Suggested Change: Through federated technologies, an IDP could have insight into a range of transactions a user is conducting online across a variety of RPs, building a narrative about a user that she never anticipated, or wanted, the IDP to have. This is known as user profiling.

The document doesn't go into this subject which I guess is because this topic has generally been improperly addressed by the IT industry. Smart cards (including PIV) was once the hope but since they are incompatible with mobile computing devices they appear to be a dead-end. TEEs shipped with mobile devices are also fairly useless since there is no standard for credential provisioning and management.

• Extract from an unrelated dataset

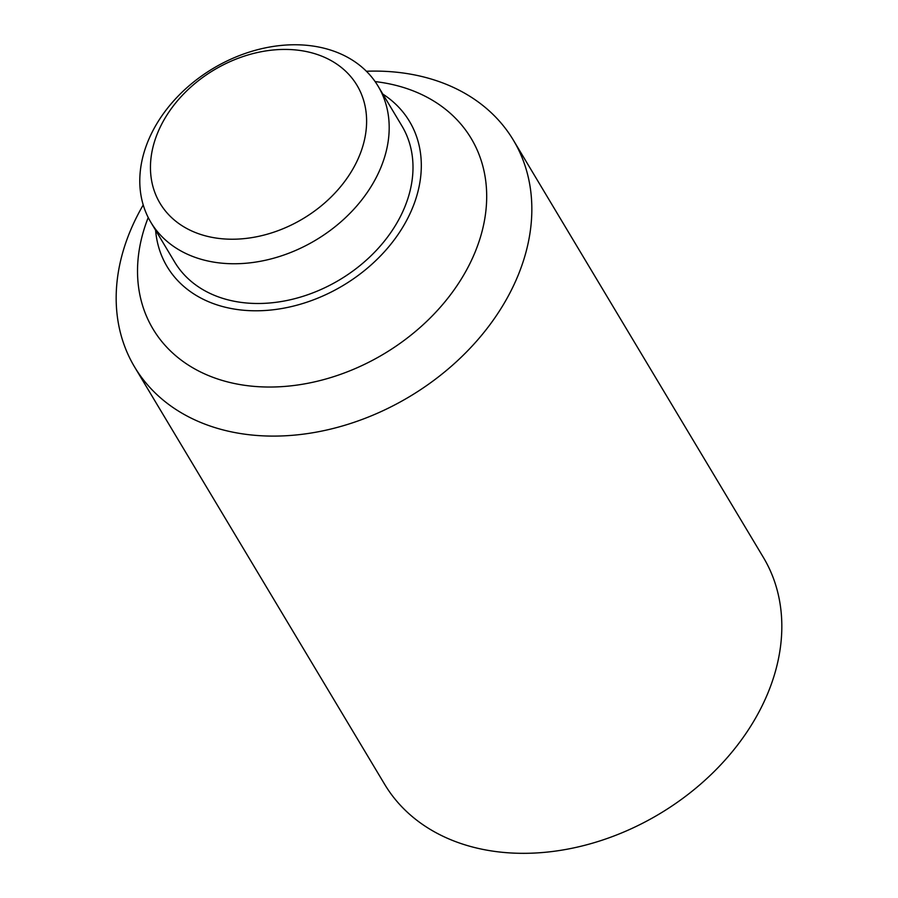 <?xml version="1.0" encoding="UTF-8"?>
<svg xmlns="http://www.w3.org/2000/svg" width="898" height="898" viewBox="0 0 898 898"><rect width="100%" height="100%" fill="white"/><g stroke="black" fill="none" stroke-linecap="round" stroke-linejoin="round"><path stroke-width="1.35" d="M366.384 71.245A220.751 166.658 149.1 0 1 513.364 140.144L763.356 557.389A220.751 166.658 149.1 0 1 760.662 708.724A220.751 166.658 149.1 0 1 570.836 848.498A220.751 166.658 149.1 0 1 384.636 784.291L134.644 367.058A220.751 166.658 149.1 0 1 137.338 215.722A220.751 166.658 149.1 0 1 143.22 204.946M513.364 140.144A220.751 166.658 149.1 0 1 510.681 291.48A220.751 166.658 149.1 0 1 320.855 431.264A220.751 166.658 149.1 0 1 134.644 367.058M375.117 81.583A185.426 139.987 149.1 0 1 468.913 265.55A185.426 139.987 149.1 0 1 243.549 385.141A185.426 139.987 149.1 0 1 148.226 217.529M382.84 94.088A141.278 106.66 149.1 0 1 407.771 218.236A141.278 106.66 149.1 0 1 262.8 310.629A141.278 106.66 149.1 0 1 155.601 230.225M376.498 176.985A132.444 99.992 149.1 0 1 262.598 260.858A132.444 99.992 149.1 0 1 150.875 222.334A132.444 99.992 149.1 0 1 152.48 131.523A132.444 99.992 149.1 0 1 266.38 47.661A132.444 99.992 149.1 0 1 378.103 86.186A132.444 99.992 149.1 0 1 376.498 176.985M378.103 86.186L401.911 125.922A132.444 99.992 149.1 0 1 400.306 216.721A132.444 99.992 149.1 0 1 286.406 300.594A132.444 99.992 149.1 0 1 174.683 262.07L150.875 222.334M355.608 164.02A114.787 86.657 149.1 0 1 211.03 237.162A114.787 86.657 149.1 0 1 161.46 124.62A114.787 86.657 149.1 0 1 306.038 51.489A114.787 86.657 149.1 0 1 355.608 164.02"/></g></svg>

That is, I don't think the world needs yet another "policy" document. BTW, haven't NIST already done that years ago with the LOA stuff?

Organization: VASCO Data Security

Type: 2 - Industry

Reference: section "6.2. Risk and Liability Allocation" and section "7.2. 3rd-Party Assessment"

Comment: the text can be expanded with rules about the possible liability of a 3rd party assessor. For example, if an incident happens at a member that was assessed by means of a 3rd party assessment, is it possible to put liability to the 3rd party assessor?

The draft identifies benefits of and considerations about federated identity management in the context of cross- or multi-organizational federation. Several of the benefits cited can be obtained by using federation technology within a single enterprise or other organization.

For example, the user convenience of single sign-on can be delivered to employees within the enterprise, as can the benefit of relieving multiple internal resource managers of the burden of maintaining separate user accounts.

These benefits can be obtained within an enterprise without the need for formal "trust framework" agreements because all participants are within a single legal entity with a single hierarchical management control structure to provide recourse and accountability.

However, identity federation within an enterprise does not provide for the large and growing number of business scenarios that require secure information sharing among participants who are not all employees (or otherwise under the legal control) of a single organization. For those scenarios--including sharing among supply-chain partners and interaction with customers, citizens, or government agencies--the benefits of identity federation require agreement on a common trust framework.

The most challenging aspect of a multi-organizational identity federation or a broader "ecosystem" arrangement is governance among legal peers. Technology governance is required to set standards to assure interoperability and end-to-end information security, but most critical is legal governance to manage and allocate risk and liability.

I suggest the above discussion or something like it be included in the draft, perhaps in a sidebar or text box.